社内研修や勉強会を開催し、全社員が障害に対する正しい理解を共有することが有効です。これにより、職場全体が協力的な雰囲気となり、障害のある従業員が働きやすい環境を築くことができます。また、オープンなコミュニケーションを促進し、困ったことや改善点を気軽に相談できる体制を整えることも大切です。このような取り組みを通じて、チーム内の信頼関係が深まり、組織の一体感が高まります

サポート役の負担を抑える工夫もする

障害のある従業員のサポートは、周囲の従業員にとって重要な役割ですが、その負担が過度にならないよう工夫することも必要です。支援制度を積極的に活用し、業務フローの見直しや業務の標準化を行うことで、サポート役の負担を軽減できます。

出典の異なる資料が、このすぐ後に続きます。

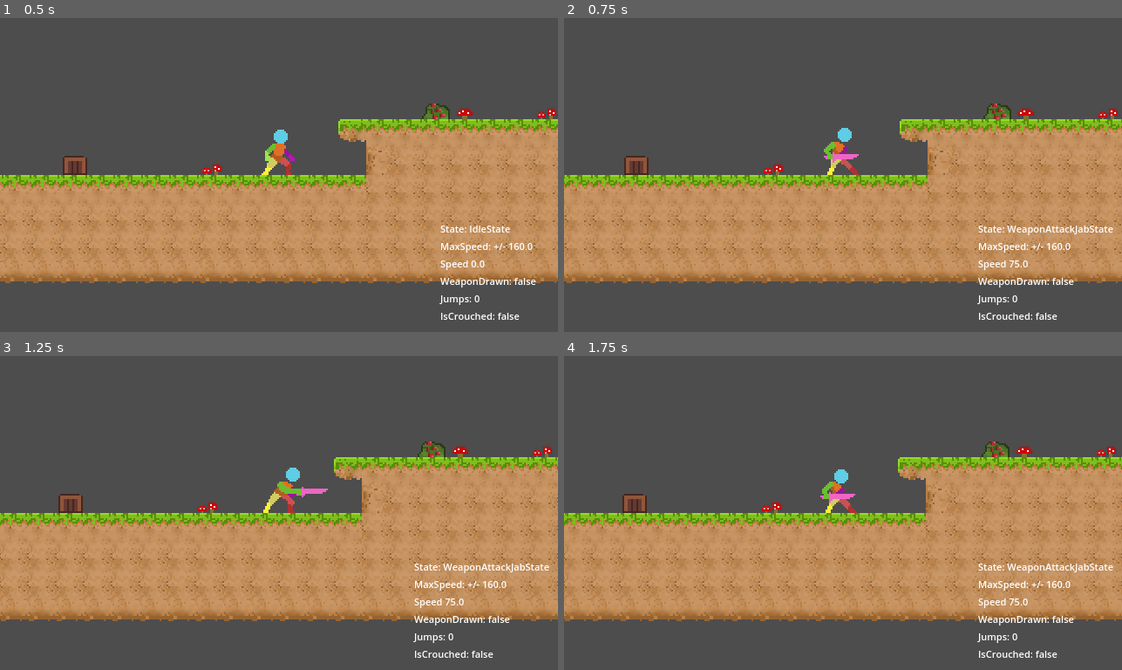
Above: before the commit, frames 1-4 (two rows, left to right).
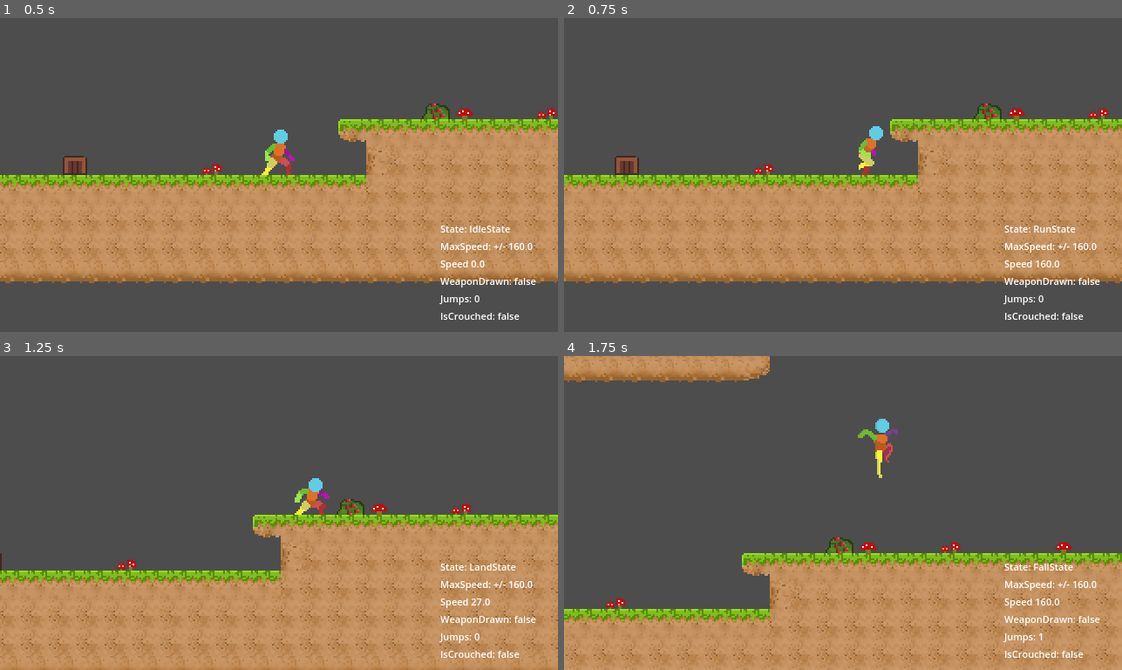
Above: after the commit, the same moments.

Repository: deanblackborough/godot-platformer
Game: Godot game, scene res://Scenes/Game.tscn
The game is run twice, just before and just after one commit, with the same random seed, the same clock (stepped at 60 frames per second) and the same inputs.
Inputs:
- Up to frame 1 (0.5 s): no input
- Up to frame 2 (0.75 s): hold D (moveRight) from 0.53 s (still down); tap F (attackJab) at 0.6 s
- Up to frame 3 (1.25 s): keep holding D (moveRight); tap Space (jump) at 0.77 s
- Up to frame 4 (1.75 s): keep holding D (moveRight); tap F (attackJab) at 1.35 s; tap Space (jump) at 1.52 s

Frame 1 is identical in both runs. In frame 2, 9.9% of the frame differs, in the area x 0-100%, y 27-97%; in frame 3, 42%; in frame 4, 53%, in the area x 0-100%, y 0-100%.

Commit message:
Player facing

Diff:
--- a/Scripts/Player/Player.gd
+++ b/Scripts/Player/Player.gd
@@ -66,17 +66,12 @@
 
 func _input(event: InputEvent):
 
-	if Input.is_action_just_pressed("attackJab"):
+	if weapon_drawn and Input.is_action_just_pressed("attackJab"):
 		print("Switching to weapon attack jab")
 		state_machine.change_state("WeaponAttackJabState")
 		return
 
 	direction = Input.get_axis("moveLeft", "moveRight")
-
-	if direction < 0.0:
-		sprite.flip_h = true
-	else:
-		sprite.flip_h = false
 
 	if event.is_action_pressed("crouch"):
 		var new_value := !is_crouched

例えば、業務手順をマニュアル化し、誰でもサポートできる体制を整えることが効果的です。また、社内の進捗管理システムやコミュニケーションツールを活用し、情報共有を円滑に行うことで、個々の負担を分散できます。

また、専門の支援スタッフを配置したり、外部の専門機関と連携したりすることで、サポート体制を強化することも可能です。このような工夫を重ねることで、周囲の従業員も自身の業務に集中でき、全体の業務効率が向上します。結果として、障害のある従業員も安心して働ける環境が整い、組織全体のパフォーマンス向上も期待できます。

まとめ

障害者雇用は法的に義務付けられており、一定数の従業員を抱える企業にとっては必ず行うべき取り組みです。法令を遵守するだけでなく、障害への理解を深め、障害のある方々を積極的に雇用していくことが重要です。企業が障害者雇用という側面で社会的責任を果たしつつ、多様な人材がもたらす新たな視点やアイデアを組織に取り入れることができます。

障害のある方が安心して働ける環境を整えるためには、社内全体での理解促進や適切なサポート体制の構築が重要です。障害のある従業員が持つ能力を最大限に活かし、組織の成長につなげることが可能となります。今後も障害者雇用を積極的に推進し、誰もが活躍できる社会の実現を目指しましょう。